What is needed is an exact copy of the entries below, with the pictures left out.

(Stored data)
┌────────

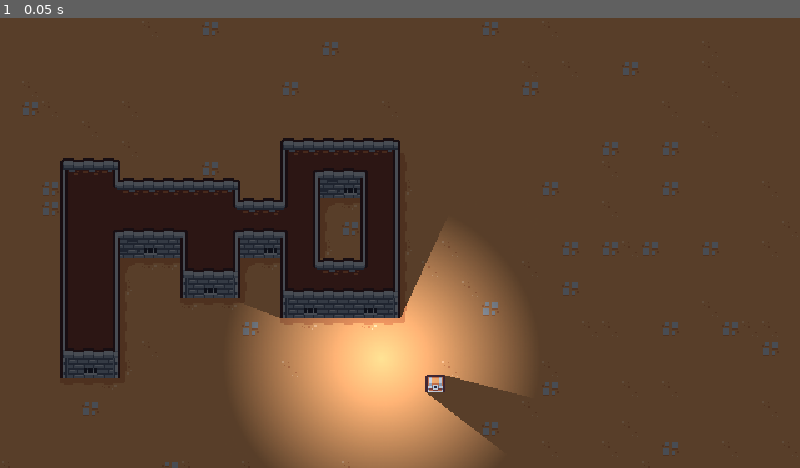
Above: before the commit, frame 1.
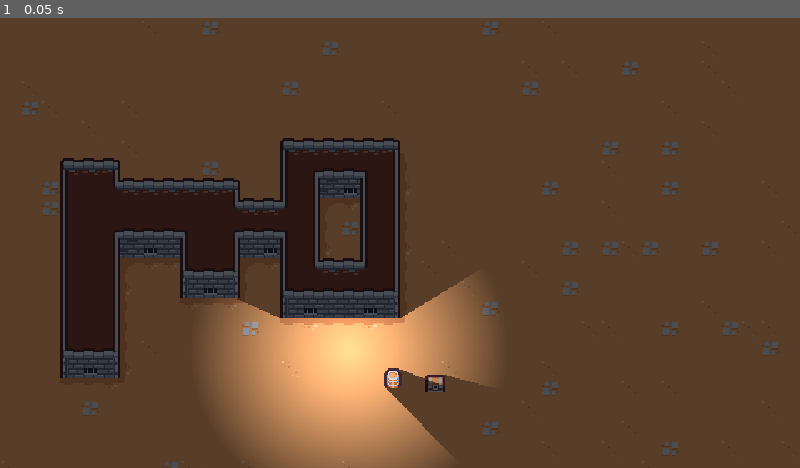
Above: after the commit, the same moment.

Repository: jrenato/tiny_dungeon
Game: Godot game, scene res://src/world/levels/level.tscn
Two runs of this game, one before a commit and one after it. Both use one fixed random seed, a clock stepped at 60 frames per second and the inputs below.
Inputs:
- Up to frame 1 (0.05 s): no input

The runs differ from the first frame. In frame 1, 10% of the frame differs, in the area x 25-66%, y 47-100%.

Commit message:
Added barrel to main scene

Diff:
--- a/src/world/levels/level.tscn
+++ b/src/world/levels/level.tscn
@@ -1,15 +1,22 @@
-[gd_scene load_steps=6 format=3 uid="uid://tc51ksm2s3vi"]
+[gd_scene load_steps=8 format=3 uid="uid://tc51ksm2s3vi"]
 
 [ext_resource type="TileSet" uid="uid://qrqkl2t71aht" path="res://src/world/tilesets/dungeon_tileset.tres" id="1_no3ts"]
 [ext_resource type="Texture2D" uid="uid://bad2ja24pu4f" path="res://assets/images/point_light.png" id="2_x0i3e"]
 [ext_resource type="Texture2D" uid="uid://d2owm3svt8r6v" path="res://assets/images/tilemap_packed.png" id="3_juqg3"]
 
-[sub_resource type="RectangleShape2D" id="RectangleShape2D_jt4wp"]
+[sub_resource type="RectangleShape2D" id="RectangleShape2D_fqwd5"]
 size = Vector2(16, 14)
 
-[sub_resource type="OccluderPolygon2D" id="OccluderPolygon2D_db4yl"]
+[sub_resource type="OccluderPolygon2D" id="OccluderPolygon2D_pu1eh"]
 cull_mode = 2
 polygon = PackedVector2Array(-8, -5, -7, -5, -7, -6, 7.00761, -6, 7, -5, 8, -5, 8, 8, -8, 8)
+
+[sub_resource type="RectangleShape2D" id="RectangleShape2D_4dcl3"]
+size = Vector2(14, 16)
+
+[sub_resource type="OccluderPolygon2D" id="OccluderPolygon2D_finjt"]
+cull_mode = 2
+polygon = PackedVector2Array(-7, -4, -6, -4, -6, -6, -4.93081, -6, -5, -7, -4, -7, -4, -8, 4, -8, 4, -7, 5, -7, 5, -6, 6, -6, 6, -4, 7, -4, 7, 6, 6, 6, 6, 7, 3, 7, 3, 8, -3, 8, -3, 7, -6, 7, -6, 6, -7, 6)
 
 [node name="Level" type="Node2D"]
 texture_filter = 1
@@ -23,7 +30,7 @@
 layer_0/tile_data = PackedInt32Array(0, 0, 4, 65536, 0, 4, 131072, 0, 4, 196608, 0, 4, 262144, 0, 4, 327680, 0, 4, 3932 …(13967 unchanged characters)…
 
 [node name="PointLight2D" type="PointLight2D" parent="."]
-position = Vector2(305, 272)
+position = Vector2(279, 265)
 shadow_enabled = true
 shadow_filter_smooth = 3.0
 texture = ExtResource("2_x0i3e")
@@ -41,4 +48,18 @@
 region_rect = Rect2(80, 112, 16, 16)
 
 [node name="LightOccluder2D" type="LightOccluder2D" parent="StaticBody2D"]
-occluder = SubResource("OccluderPolygon2D_db4yl")
+occluder = SubResource("OccluderPolygon2D_pu1eh")
+
+[node name="StaticBody2D2" type="StaticBody2D" parent="."]
+position = Vector2(314, 288)
+
+[node name="CollisionShape2D" type="CollisionShape2D" parent="StaticBody2D2"]
+shape = SubResource("RectangleShape2D_4dcl3")
+
+[node name="Sprite2D" type="Sprite2D" parent="StaticBody2D2"]
+texture = ExtResource("3_juqg3")
+region_enabled = true
+region_rect = Rect2(160, 96, 16, 16)
+
+[node name="LightOccluder2D" type="LightOccluder2D" parent="StaticBody2D2"]
+occluder = SubResource("OccluderPolygon2D_finjt")
Not shown: 1 places in src/world/levels/level.tscn that only renumber resources

└────────

*Response to the exercise*.
Above: before the commit, frame 1.
Above: after the commit, the same moment.

Repository: jrenato/tiny_dungeon
Game: Godot game, scene res://src/world/levels/level.tscn
Two runs of this game, one before a commit and one after it. Both use one fixed random seed, a clock stepped at 60 frames per second and the inputs below.
Inputs:
- Up to frame 1 (0.05 s): no input

The runs differ from the first frame. In frame 1, 10% of the frame differs, in the area x 25-66%, y 47-100%.

Commit message:
Added barrel to main scene

Diff:
--- a/src/world/levels/level.tscn
+++ b/src/world/levels/level.tscn
@@ -1,15 +1,22 @@
-[gd_scene load_steps=6 format=3 uid="uid://tc51ksm2s3vi"]
+[gd_scene load_steps=8 format=3 uid="uid://tc51ksm2s3vi"]
 
 [ext_resource type="TileSet" uid="uid://qrqkl2t71aht" path="res://src/world/tilesets/dungeon_tileset.tres" id="1_no3ts"]
 [ext_resource type="Texture2D" uid="uid://bad2ja24pu4f" path="res://assets/images/point_light.png" id="2_x0i3e"]
 [ext_resource type="Texture2D" uid="uid://d2owm3svt8r6v" path="res://assets/images/tilemap_packed.png" id="3_juqg3"]
 
-[sub_resource type="RectangleShape2D" id="RectangleShape2D_jt4wp"]
+[sub_resource type="RectangleShape2D" id="RectangleShape2D_fqwd5"]
 size = Vector2(16, 14)
 
-[sub_resource type="OccluderPolygon2D" id="OccluderPolygon2D_db4yl"]
+[sub_resource type="OccluderPolygon2D" id="OccluderPolygon2D_pu1eh"]
 cull_mode = 2
 polygon = PackedVector2Array(-8, -5, -7, -5, -7, -6, 7.00761, -6, 7, -5, 8, -5, 8, 8, -8, 8)
+
+[sub_resource type="RectangleShape2D" id="RectangleShape2D_4dcl3"]
+size = Vector2(14, 16)
+
+[sub_resource type="OccluderPolygon2D" id="OccluderPolygon2D_finjt"]
+cull_mode = 2
+polygon = PackedVector2Array(-7, -4, -6, -4, -6, -6, -4.93081, -6, -5, -7, -4, -7, -4, -8, 4, -8, 4, -7, 5, -7, 5, -6, 6, -6, 6, -4, 7, -4, 7, 6, 6, 6, 6, 7, 3, 7, 3, 8, -3, 8, -3, 7, -6, 7, -6, 6, -7, 6)
 
 [node name="Level" type="Node2D"]
 texture_filter = 1
@@ -23,7 +30,7 @@
 layer_0/tile_data = PackedInt32Array(0, 0, 4, 65536, 0, 4, 131072, 0, 4, 196608, 0, 4, 262144, 0, 4, 327680, 0, 4, 3932 …(13967 unchanged characters)…
 
 [node name="PointLight2D" type="PointLight2D" parent="."]
-position = Vector2(305, 272)
+position = Vector2(279, 265)
 shadow_enabled = true
 shadow_filter_smooth = 3.0
 texture = ExtResource("2_x0i3e")
@@ -41,4 +48,18 @@
 region_rect = Rect2(80, 112, 16, 16)
 
 [node name="LightOccluder2D" type="LightOccluder2D" parent="StaticBody2D"]
-occluder = SubResource("OccluderPolygon2D_db4yl")
+occluder = SubResource("OccluderPolygon2D_pu1eh")
+
+[node name="StaticBody2D2" type="StaticBody2D" parent="."]
+position = Vector2(314, 288)
+
+[node name="CollisionShape2D" type="CollisionShape2D" parent="StaticBody2D2"]
+shape = SubResource("RectangleShape2D_4dcl3")
+
+[node name="Sprite2D" type="Sprite2D" parent="StaticBody2D2"]
+texture = ExtResource("3_juqg3")
+region_enabled = true
+region_rect = Rect2(160, 96, 16, 16)
+
+[node name="LightOccluder2D" type="LightOccluder2D" parent="StaticBody2D2"]
+occluder = SubResource("OccluderPolygon2D_finjt")
Not shown: 1 places in src/world/levels/level.tscn that only renumber resources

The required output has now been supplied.